Restaurant Brands International Inc. (RBI) is one of the world’s largest quick‑service restaurant companies, operating the TIM HORTONS®, BURGER KING®, POPEYES®, and FIREHOUSE SUBS® brands in more than 120 countries. RBI is looking for a Director of New Product Development & Commercialization to lead culinary innovation, product localization, and product scalability initiatives across all international regions. Responsibilities
Product Commercialization
– Lead the commercialization of culinary products for new country entries, product innovations, and core product improvements. Support ingredient functionality, process capability, and scale‑up decisions. Conduct statistical process control assessments and identify optimization opportunities to improve consistency, yield, quality, and cost. Product Launch Execution
– Translate concepts into marketable menu items, working with suppliers and internal teams to evaluate ingredient functionality, formulation adjustments, and manufacturing capabilities. Ensure products meet brand culinary expectations while remaining operationally executable. Supplier Collaboration & Culinary Insights
– Facilitate technical discussions with supplier leadership teams to drive continuous improvement. Collaborate with supplier culinary and R&D teams to explore new ingredients, processes, and taste improvements. Lead specification development alongside QA and Procurement. Cross‑Functional Support
– Partner with Regional Innovation and Marketing teams to translate consumer insights into product opportunities. Support Operations with validation of preparation methods, equipment settings, and holding procedures. Work with Procurement and QA to evaluate sourcing options, ingredient substitutions, and specifications. Project & Test Kitchen Support
– Coordinate culinary testing, supplier engagement, and product validation. Manage internal culinary demonstrations, product testing sessions, and innovation workshops. Track innovation and commercialization projects across multiple markets and brands.
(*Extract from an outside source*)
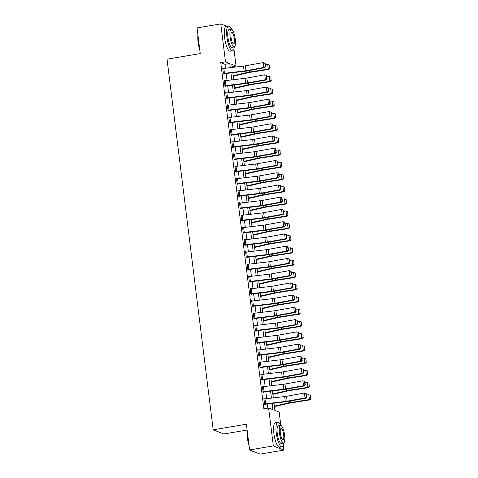 <?xml version="1.0" encoding="UTF-8"?>
<svg xmlns="http://www.w3.org/2000/svg" width="478" height="478" viewBox="0 0 478 478"><rect width="100%" height="100%" fill="white"/><g stroke="black" fill="none" stroke-linecap="round" stroke-linejoin="round"><path stroke-width="0.72" d="M247.132 430.051L223.746 433.988L213.188 429.812L167.025 59.188L200.24 53.596L197.044 27.897L220.77 23.9L227.092 26.404M230.486 27.748L231.328 28.077L231.477 29.266M233.927 48.941L236.054 66.024L231.77 64.327L232.159 67.428M232.069 66.693L236.054 66.024M273.978 403.175L274.886 410.471L279.17 412.161L280.807 425.342M283.263 445.018L283.896 450.103L273.332 445.926L268.606 407.985L272.89 409.676L272.107 403.396M273.332 445.926L249.606 449.923L260.169 454.1L283.896 450.103M225.514 68.217L225.03 64.339L220.746 62.642L263.862 408.786L268.606 407.985M267.847 408.11L267.333 403.964M266.676 398.688L265.81 391.721M265.153 386.445L264.286 379.484M263.629 374.208L262.757 367.241M262.099 361.966L261.233 355.005M260.576 349.729L259.709 342.762M259.052 337.486L258.186 330.525M257.528 325.249L256.662 318.282M256.005 313.006L255.138 306.045M254.481 300.77L253.609 293.803M252.952 288.527L252.085 281.566M251.428 276.29L250.562 269.323M249.904 264.047L249.038 257.086M248.381 251.81L247.514 244.844M246.857 239.568L245.991 232.607M245.334 227.331L244.467 220.364M243.81 215.088L242.938 208.127M242.28 202.851L241.414 195.884M240.757 190.608L239.89 183.648M239.233 178.372L238.367 171.405M237.709 166.129L236.843 159.168M236.186 153.892L235.319 146.925M234.662 141.649L233.79 134.688M233.133 129.413L232.266 122.446M231.609 117.176L230.743 110.209M230.085 104.933L229.219 97.966M228.562 92.696L227.695 85.729M227.038 80.453L226.172 73.487M223.441 68.462L222.712 68.073L223.447 73.947L224.158 74.233L224.098 73.743L223.435 73.857M224.965 80.704L224.242 80.316L224.971 86.189L225.682 86.47L225.622 85.98L224.959 86.094M226.488 92.941L225.765 92.553L226.494 98.426L227.211 98.713L227.146 98.223L226.482 98.337M228.012 105.184L227.289 104.796L228.018 110.669L228.735 110.95L228.675 110.46L228.006 110.573M229.542 117.421L228.813 117.032L229.542 122.906L230.259 123.193L230.199 122.703L229.53 122.816M231.065 129.663L230.336 129.275L231.071 135.149L231.782 135.429L231.722 134.939L231.059 135.053M232.589 141.9L231.86 141.512L232.595 147.385L233.306 147.672L233.246 147.182L232.583 147.296M234.112 154.143L233.384 153.755L234.118 159.628L234.829 159.909L234.77 159.419L234.106 159.532M235.636 166.38L234.913 165.991L235.642 171.865L236.353 172.152L236.293 171.662L235.63 171.775M237.16 178.623L236.437 178.234L237.166 184.108L237.883 184.389L237.817 183.899L237.154 184.012M238.689 190.859L237.96 190.471L238.689 196.344L239.406 196.631L239.347 196.141L238.677 196.255M240.213 203.102L239.484 202.714L240.219 208.587L240.93 208.868L240.87 208.378L240.207 208.492M241.737 215.339L241.008 214.951L241.743 220.824L242.454 221.111L242.394 220.621L241.731 220.734M243.26 227.582L242.531 227.193L243.266 233.067L243.977 233.348L243.917 232.858L243.254 232.971M244.784 239.819L244.061 239.43L244.79 245.304L245.501 245.59L245.441 245.1L244.778 245.208M246.307 252.061L245.584 251.673L246.313 257.546L247.03 257.827L246.965 257.337L246.301 257.451M247.831 264.298L247.108 263.91L247.837 269.783L248.554 270.07L248.494 269.58L247.825 269.688M249.361 276.541L248.632 276.153L249.361 282.026L250.078 282.307L250.018 281.817L249.349 281.93M250.884 288.778L250.155 288.389L250.89 294.263L251.601 294.55L251.542 294.06L250.878 294.167M252.408 301.021L251.679 300.632L252.414 306.506L253.125 306.786L253.065 306.296L252.402 306.41M253.932 313.257L253.203 312.869L253.938 318.742L254.649 319.029L254.589 318.539L253.926 318.647M255.455 325.5L254.732 325.112L255.461 330.985L256.172 331.266L256.112 330.776L255.449 330.89M256.979 337.737L256.256 337.349L256.985 343.222L257.702 343.509L257.636 343.019L256.973 343.126M258.508 349.98L257.779 349.591L258.508 355.465L259.225 355.746L259.166 355.256L258.496 355.369M260.032 362.216L259.303 361.828L260.038 367.702L260.749 367.988L260.689 367.498L260.026 367.606M261.556 374.459L260.827 374.071L261.562 379.944L262.273 380.225L262.213 379.735L261.55 379.849M263.079 386.696L262.35 386.308L263.085 392.181L263.796 392.468L263.736 391.978L263.073 392.085M264.603 398.939L263.88 398.55L264.609 404.424L265.32 404.705L265.26 404.215L264.597 404.328M249.606 449.923L246.403 424.219L213.188 429.812M220.746 62.642L225.496 61.841L220.77 23.9M230.288 67.649L229.775 63.538L225.496 61.841M271.45 398.12L270.584 391.159M269.927 385.883L269.06 378.917M268.403 373.641L267.531 366.68M266.873 361.404L266.007 354.437M265.35 349.161L264.483 342.2M263.826 336.924L262.96 329.957M262.303 324.682L261.436 317.721M260.779 312.445L259.913 305.478M259.255 300.202L258.389 293.241M257.732 287.965L256.859 280.998M256.202 275.722L255.336 268.761M254.678 263.486L253.812 256.519M253.155 251.243L252.288 244.282M251.631 239.006L250.765 232.039M250.108 226.763L249.241 219.802M248.584 214.526L247.712 207.56M247.054 202.284L246.188 195.323M245.531 190.047L244.664 183.08M244.007 177.804L243.141 170.843M242.483 165.567L241.617 158.6M240.96 153.324L240.093 146.364M239.436 141.088L238.57 134.121M237.913 128.845L237.04 121.884M236.383 116.608L235.517 109.641M234.859 104.365L233.993 97.404M233.336 92.129L232.469 85.162M231.812 79.886L230.946 72.925M232.816 72.704L233.682 79.665M234.34 84.941L235.206 91.907M235.863 97.183L236.73 104.144M237.387 109.42L238.259 116.387M238.916 121.663L239.783 128.624M240.44 133.9L241.306 140.867M241.964 146.143L242.83 153.103M243.487 158.379L244.354 165.346M245.011 170.622L245.877 177.583M246.534 182.859L247.407 189.826M248.064 195.102L248.93 202.063M249.588 207.338L250.454 214.305M251.111 219.581L251.978 226.542M252.635 231.818L253.501 238.785M254.159 244.061L255.025 251.022M255.682 256.298L256.549 263.264M257.206 268.54L258.078 275.501M258.735 280.777L259.602 287.744M260.259 293.02L261.125 299.981M261.783 305.257L262.649 312.224M263.306 317.5L264.173 324.46M264.83 329.736L265.696 336.703M266.354 341.979L267.226 348.94M267.883 354.216L268.75 361.183M269.407 366.459L270.273 373.42M270.93 378.695L271.797 385.662M272.454 390.938L273.32 397.899M225.03 64.339L229.775 63.538M222.766 68.468L223.429 68.354M224.29 80.71L224.953 80.597M225.813 92.947L226.476 92.834M227.337 105.19L228 105.076M228.86 117.427L229.524 117.313M230.384 129.669L231.053 129.556M231.914 141.906L232.577 141.793M233.437 154.149L234.101 154.036M234.961 166.386L235.624 166.272M236.485 178.629L237.148 178.515M238.008 190.865L238.671 190.752M239.532 203.108L240.195 202.995M241.055 215.345L241.725 215.231M242.585 227.588L243.248 227.474M244.109 239.825L244.772 239.711M245.632 252.067L246.295 251.954M247.156 264.304L247.819 264.191M248.68 276.547L249.343 276.433M250.203 288.784L250.872 288.67M251.733 301.026L252.396 300.913M253.256 313.263L253.92 313.15M254.78 325.506L255.443 325.393M256.304 337.743L256.967 337.629M257.827 349.986L258.49 349.872M259.351 362.222L260.014 362.109M260.874 374.465L261.544 374.352M262.404 386.702L263.067 386.588M263.928 398.945L264.591 398.831M223.841 68.414L224.451 73.307A3.495 0.538 -7.1 0 0 223.387 73.463L222.778 68.563A3.495 0.538 -7.1 0 1 223.841 68.414L243.511 66.084A4.995 0.765 172.9 0 0 245.375 65.803L263.259 62.57L265.171 63.263L264.818 63.162L265.248 66.585L265.601 66.687L265.171 63.263M224.451 73.307L244.121 70.977A4.995 0.765 172.9 0 0 245.985 70.702L263.868 67.464L264.752 67.715L246.869 70.953A7.487 1.147 -7.1 0 1 244.073 71.365L224.098 73.743M265.248 66.585L263.868 67.464L263.259 62.57L264.818 63.162M264.752 67.715L265.601 66.687M233.246 76.139L248.399 72.668A4.995 0.765 -7.1 0 1 250.131 72.339L268.809 69.418L268.266 69.107L249.588 72.029A7.487 1.147 172.9 0 0 246.989 72.525L233.186 75.679M269.598 68.27L269.383 64.966L269.598 68.27L268.266 69.107L267.656 64.213L265.338 64.578M267.656 64.213L269.168 64.847M269.813 68.396L268.809 69.418M225.365 80.651L225.975 85.55A3.495 0.538 -7.1 0 0 224.911 85.699L224.302 80.806A3.495 0.538 -7.1 0 1 225.365 80.651L245.035 78.32A4.995 0.765 172.9 0 0 246.899 78.045L264.782 74.807L266.694 75.5L266.342 75.399L266.772 78.828L267.124 78.93L266.694 75.5M225.975 85.55L245.644 83.214A4.995 0.765 172.9 0 0 247.508 82.939L265.392 79.707L266.276 79.957L248.393 83.19A7.487 1.147 -7.1 0 1 245.596 83.608L225.622 85.98M266.772 78.828L265.392 79.707L264.782 74.807L266.342 75.399M266.276 79.957L267.124 78.93M226.895 92.893L227.504 97.787A3.495 0.538 -7.1 0 0 226.435 97.942L225.825 93.043A3.495 0.538 -7.1 0 1 226.895 92.893L246.558 90.563A4.995 0.765 172.9 0 0 248.423 90.282L266.306 87.05L268.218 87.743L267.865 87.641L268.295 91.065L268.648 91.167L268.218 87.743M227.504 97.787L247.168 95.457A4.995 0.765 172.9 0 0 249.032 95.182L266.915 91.943L267.8 92.194L249.916 95.433A7.487 1.147 -7.1 0 1 247.12 95.845L227.146 98.223M268.295 91.065L266.915 91.943L266.306 87.05L267.865 87.641M267.8 92.194L268.648 91.167M228.418 105.13L229.028 110.03A3.495 0.538 -7.1 0 0 227.958 110.179L227.349 105.285A3.495 0.538 -7.1 0 1 228.418 105.13L248.082 102.8A4.995 0.765 172.9 0 0 249.946 102.525L267.829 99.287L269.747 99.98L269.395 99.878L269.819 103.308L270.172 103.409L269.747 99.98M229.028 110.03L248.691 107.693A4.995 0.765 172.9 0 0 250.556 107.419L268.439 104.186L269.323 104.437L251.44 107.669A7.487 1.147 -7.1 0 1 248.644 108.088L228.675 110.46M269.819 103.308L268.439 104.186L267.829 99.287L269.395 99.878M269.323 104.437L270.172 103.409M234.77 88.376L249.922 84.911A4.995 0.765 -7.1 0 1 251.655 84.582L270.333 81.66L269.795 81.35L251.111 84.271A7.487 1.147 172.9 0 0 248.512 84.761L234.71 87.922M271.122 80.513L270.912 77.209L271.122 80.513L269.795 81.35L269.186 76.45L266.861 76.815M269.186 76.45L270.691 77.083M271.337 80.633L270.333 81.66M236.293 100.619L251.446 97.148A4.995 0.765 -7.1 0 1 253.179 96.819L271.857 93.897L271.319 93.586L252.641 96.508A7.487 1.147 172.9 0 0 250.036 97.004L236.234 100.159M272.645 92.75L272.436 89.446L272.645 92.75L271.319 93.586L270.709 88.693L268.385 89.057M270.709 88.693L272.221 89.326M272.86 92.875L271.857 93.897M237.817 112.856L252.97 109.39A4.995 0.765 -7.1 0 1 254.702 109.062L273.38 106.14L272.842 105.829L254.165 108.751A7.487 1.147 172.9 0 0 251.565 109.241L237.763 112.402M274.169 104.993L273.96 101.689L274.169 104.993L272.842 105.829L272.233 100.93L269.909 101.294M272.233 100.93L273.745 101.563M274.384 105.112L273.38 106.14M229.942 117.373L230.551 122.266A3.495 0.538 -7.1 0 0 229.482 122.422L228.872 117.522A3.495 0.538 -7.1 0 1 229.942 117.373L249.612 115.043A4.995 0.765 172.9 0 0 251.47 114.762L269.359 111.529L271.271 112.222L270.918 112.121L271.343 115.545L271.695 115.646L271.271 112.222M230.551 122.266L250.221 119.936A4.995 0.765 172.9 0 0 252.079 119.661L269.968 116.423L270.847 116.674L252.964 119.912A7.487 1.147 -7.1 0 1 250.167 120.325L230.199 122.703M271.343 115.545L269.968 116.423L269.359 111.529L270.918 112.121M270.847 116.674L271.695 115.646M239.341 125.099L254.493 121.627A4.995 0.765 -7.1 0 1 256.226 121.298L274.91 118.377L274.366 118.066L255.688 120.988A7.487 1.147 172.9 0 0 253.089 121.484L239.287 124.639M275.692 117.23L275.483 113.925L275.692 117.23L274.366 118.066L273.757 113.172L271.432 113.537M273.757 113.172L275.268 113.806M275.914 117.355L274.91 118.377M199.756 49.682A12.183 3.244 -99.6 0 1 198.083 41.98A12.183 3.244 -99.6 0 1 197.91 34.87M198.011 35.689A12.482 3.328 80.4 0 0 198.28 41.897A12.482 3.328 80.4 0 0 199.613 48.529M231.298 29.248A12.482 3.328 80.4 0 0 228.436 26.176A12.482 3.328 80.4 0 0 226.942 37.075A12.482 3.328 80.4 0 0 232.583 50.793A12.482 3.328 80.4 0 0 234.28 46.958M228.436 26.176L226.064 26.577A12.482 3.328 80.4 0 0 224.57 37.469A12.482 3.328 80.4 0 0 230.211 51.194L232.583 50.793M234.184 46.975L232.003 47.346A8.986 2.396 -99.6 0 1 227.94 37.469A8.986 2.396 -99.6 0 1 229.022 29.624L231.203 29.254A8.986 2.396 80.4 0 0 230.127 37.099A8.986 2.396 80.4 0 0 234.184 46.975A8.986 2.396 80.4 0 0 235.26 39.13A8.986 2.396 80.4 0 0 231.203 29.254M231.041 37.463A5.79 1.542 80.4 0 0 233.658 43.827A5.79 1.542 80.4 0 0 234.351 38.772A5.79 1.542 80.4 0 0 231.734 32.402A5.79 1.542 80.4 0 0 231.041 37.463M249.092 445.765A12.183 3.244 -99.6 0 1 247.419 438.057A12.183 3.244 -99.6 0 1 247.246 430.947M247.347 431.765A12.482 3.328 80.4 0 0 247.616 437.979A12.482 3.328 80.4 0 0 248.942 444.606M280.634 425.324A12.482 3.328 80.4 0 0 277.772 422.253A12.482 3.328 80.4 0 0 276.278 433.152A12.482 3.328 80.4 0 0 281.918 446.87A12.482 3.328 80.4 0 0 283.615 443.034M277.772 422.253L275.4 422.654A12.482 3.328 80.4 0 0 273.906 433.552A12.482 3.328 80.4 0 0 279.546 447.271L281.918 446.87M283.52 443.058L281.339 443.423A8.986 2.396 -99.6 0 1 277.276 433.546A8.986 2.396 -99.6 0 1 278.351 425.701L280.538 425.33A8.986 2.396 80.4 0 0 279.463 433.182A8.986 2.396 80.4 0 0 283.52 443.058A8.986 2.396 80.4 0 0 284.595 435.213A8.986 2.396 80.4 0 0 280.538 425.33M280.371 433.54A5.79 1.542 80.4 0 0 282.988 439.909A5.79 1.542 80.4 0 0 283.681 434.849A5.79 1.542 80.4 0 0 281.064 428.485A5.79 1.542 80.4 0 0 280.371 433.54M251.631 450.724A12.482 3.328 80.4 0 0 252.27 451.369A12.482 3.328 80.4 0 0 253.256 451.698L253.842 451.596M252.27 451.369L251.96 451.13A12.183 3.244 -99.6 0 1 251.47 450.658M231.466 129.61L232.075 134.509A3.495 0.538 -7.1 0 0 231.005 134.659L230.396 129.765A3.495 0.538 -7.1 0 1 231.466 129.61L251.135 127.279A4.995 0.765 172.9 0 0 252.999 127.005L270.883 123.766L272.795 124.459L272.442 124.358L272.866 127.787L273.219 127.889L272.795 124.459M232.075 134.509L251.745 132.173A4.995 0.765 172.9 0 0 253.609 131.898L271.492 128.666L272.376 128.917L254.487 132.149A7.487 1.147 -7.1 0 1 251.697 132.567L231.722 134.939M272.866 127.787L271.492 128.666L270.883 123.766L272.442 124.358M272.376 128.917L273.219 127.889M232.989 141.852L233.599 146.746A3.495 0.538 -7.1 0 0 232.535 146.901L231.926 142.002A3.495 0.538 -7.1 0 1 232.989 141.852L252.659 139.516A4.995 0.765 172.9 0 0 254.523 139.241L272.406 136.009L274.318 136.702L273.966 136.6L274.39 140.024L274.748 140.126L274.318 136.702M233.599 146.746L253.268 144.416A4.995 0.765 172.9 0 0 255.133 144.141L273.016 140.902L273.9 141.153L256.017 144.392A7.487 1.147 -7.1 0 1 253.221 144.804L233.246 147.182M274.39 140.024L273.016 140.902L272.406 136.009L273.966 136.6M273.9 141.153L274.748 140.126M234.513 154.089L235.122 158.989A3.495 0.538 -7.1 0 0 234.059 159.138L233.449 154.245A3.495 0.538 -7.1 0 1 234.513 154.089L254.182 151.759A4.995 0.765 172.9 0 0 256.047 151.484L273.93 148.246L275.842 148.939L275.489 148.837L275.92 152.267L276.272 152.368L275.842 148.939M235.122 158.989L254.792 156.653A4.995 0.765 172.9 0 0 256.656 156.378L274.539 153.145L275.424 153.396L257.54 156.629A7.487 1.147 -7.1 0 1 254.744 157.047L234.77 159.419M275.92 152.267L274.539 153.145L273.93 148.246L275.489 148.837M275.424 153.396L276.272 152.368M236.036 166.332L236.652 171.226A3.495 0.538 -7.1 0 0 235.582 171.381L234.973 166.481A3.495 0.538 -7.1 0 1 236.036 166.332L255.706 163.996A4.995 0.765 172.9 0 0 257.57 163.721L275.453 160.489L277.365 161.182L277.013 161.08L277.443 164.504L277.796 164.605L277.365 161.182M236.652 171.226L256.316 168.895A4.995 0.765 172.9 0 0 258.18 168.62L276.063 165.382L276.947 165.633L259.064 168.871A7.487 1.147 -7.1 0 1 256.268 169.284L236.293 171.662M277.443 164.504L276.063 165.382L275.453 160.489L277.013 161.08M276.947 165.633L277.796 164.605M237.566 178.569L238.175 183.468A3.495 0.538 -7.1 0 0 237.106 183.618L236.496 178.724A3.495 0.538 -7.1 0 1 237.566 178.569L257.23 176.239A4.995 0.765 172.9 0 0 259.094 175.964L276.977 172.725L278.895 173.418L278.537 173.317L278.967 176.746L279.319 176.848L278.895 173.418M238.175 183.468L257.839 181.132A4.995 0.765 172.9 0 0 259.703 180.857L277.587 177.625L278.471 177.876L260.588 181.108A7.487 1.147 -7.1 0 1 257.791 181.526L237.817 183.899M278.967 176.746L277.587 177.625L276.977 172.725L278.537 173.317M278.471 177.876L279.319 176.848M240.864 137.335L256.017 133.87A4.995 0.765 -7.1 0 1 257.75 133.541L276.433 130.619L275.89 130.309L257.212 133.231A7.487 1.147 172.9 0 0 254.613 133.721L240.81 136.881M277.216 129.472L277.007 126.168L277.216 129.472L275.89 130.309L275.28 125.409L272.956 125.774M275.28 125.409L276.792 126.043M277.437 129.592L276.433 130.619M242.394 149.578L257.546 146.107A4.995 0.765 -7.1 0 1 259.279 145.778L277.957 142.856L277.413 142.546L258.735 145.467A7.487 1.147 172.9 0 0 256.136 145.963L242.334 149.118M278.746 141.709L278.531 138.405L278.746 141.709L277.413 142.546L276.804 137.652L274.48 138.017M276.804 137.652L278.316 138.285M278.961 141.835L277.957 142.856M243.917 161.815L259.07 158.349A4.995 0.765 -7.1 0 1 260.803 158.021L279.481 155.099L278.943 154.788L260.259 157.71A7.487 1.147 172.9 0 0 257.66 158.2L243.858 161.361M280.269 153.952L280.06 150.648L280.269 153.952L278.943 154.788L278.327 149.889L276.009 150.253M278.327 149.889L279.839 150.522M280.484 154.071L279.481 155.099M245.441 174.058L260.594 170.586A4.995 0.765 -7.1 0 1 262.326 170.258L281.004 167.336L280.466 167.025L261.783 169.947A7.487 1.147 172.9 0 0 259.184 170.443L245.381 173.598M281.793 166.189L281.584 162.884L281.793 166.189L280.466 167.025L279.857 162.132L277.533 162.496M279.857 162.132L281.369 162.765M282.008 166.314L281.004 167.336M246.965 186.295L262.117 182.829A4.995 0.765 -7.1 0 1 263.85 182.5L282.528 179.579L281.99 179.268L263.312 182.19A7.487 1.147 172.9 0 0 260.713 182.68L246.905 185.84M283.317 178.431L283.107 175.127L283.317 178.431L281.99 179.268L281.381 174.368L279.056 174.733M281.381 174.368L282.892 175.002M283.532 178.551L282.528 179.579M239.09 190.812L239.699 195.705A3.495 0.538 -7.1 0 0 238.63 195.861L238.02 190.961A3.495 0.538 -7.1 0 1 239.09 190.812L258.753 188.475A4.995 0.765 172.9 0 0 260.618 188.201L278.507 184.968L280.419 185.661L280.066 185.56L280.49 188.983L280.843 189.085L280.419 185.661M239.699 195.705L259.369 193.375A4.995 0.765 172.9 0 0 261.227 193.1L279.116 189.862L279.994 190.113L262.111 193.351A7.487 1.147 -7.1 0 1 259.315 193.763L239.347 196.141M280.49 188.983L279.116 189.862L278.507 184.968L280.066 185.56M279.994 190.113L280.843 189.085M248.488 198.537L263.641 195.066A4.995 0.765 -7.1 0 1 265.374 194.737L284.051 191.815L283.514 191.505L264.836 194.427A7.487 1.147 172.9 0 0 262.237 194.922L248.435 198.077M284.84 190.668L284.631 187.364L284.84 190.668L283.514 191.505L282.904 186.611L280.58 186.976M282.904 186.611L284.416 187.245M285.055 190.794L284.051 191.815M240.613 203.048L241.223 207.948A3.495 0.538 -7.1 0 0 240.153 208.097L239.544 203.204A3.495 0.538 -7.1 0 1 240.613 203.048L260.283 200.718A4.995 0.765 172.9 0 0 262.147 200.443L280.03 197.205L281.942 197.898L281.59 197.796L282.014 201.226L282.367 201.328L281.942 197.898M241.223 207.948L260.892 205.612A4.995 0.765 172.9 0 0 262.757 205.337L280.64 202.104L281.518 202.355L263.635 205.588A7.487 1.147 -7.1 0 1 260.845 206.006L240.87 208.378M282.014 201.226L280.64 202.104L280.03 197.205L281.59 197.796M281.518 202.355L282.367 201.328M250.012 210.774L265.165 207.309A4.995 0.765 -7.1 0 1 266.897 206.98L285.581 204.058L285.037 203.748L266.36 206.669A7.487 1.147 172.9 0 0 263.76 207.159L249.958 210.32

Commercialization & Risk Management
– Identify technical, manufacturing, and supply chain risks for new product launches. Develop mitigation plans, support supplier validation and approval activities, and drive dual‑sourcing and contingency planning initiatives. Operate on a 5‑day, in‑office schedule. Travel up to 40% of the time as required. Qualifications and Experience
Education in Food Science, Food Technology, Nutrition, or related fields. 10+ years of experience in food commercialization, manufacturing, or QSR innovation, with a proven track record of leading projects from concept through launch. Strong culinary foundation and interest in food science, ingredient functionality, and product development. Experience in a commercial kitchen, culinary lab, or food innovation environment. Demonstrated ability to influence and align diverse stakeholders, including internal functions, franchise organizations, and supplier partners. Familiarity with recipe development, prototyping, and culinary testing methods. Understanding of large‑scale foodservice manufacturing and operations. Experience working directly with food manufacturers, co‑packers, and ingredient suppliers for scale‑up. Strong organizational skills and capacity to manage multiple projects simultaneously. Proficiency in Microsoft Office (Excel, PowerPoint, Word). Excellent written and verbal communication skills. Fluent in English; knowledge of Spanish, French, German, or Portuguese is a plus. Willingness to travel up to 40% of the time in some periods. Restaurant Brands International and all of its affiliated companies are equal opportunity and affirmative action employers that do not discriminate on the basis of race, national origin, religion, age, color, sex, sexual orientation, gender identity, disability, or veteran status, or any other characteristic protected by local, state, provincial or federal laws. Accommodation is available for applicants with disabilities upon request.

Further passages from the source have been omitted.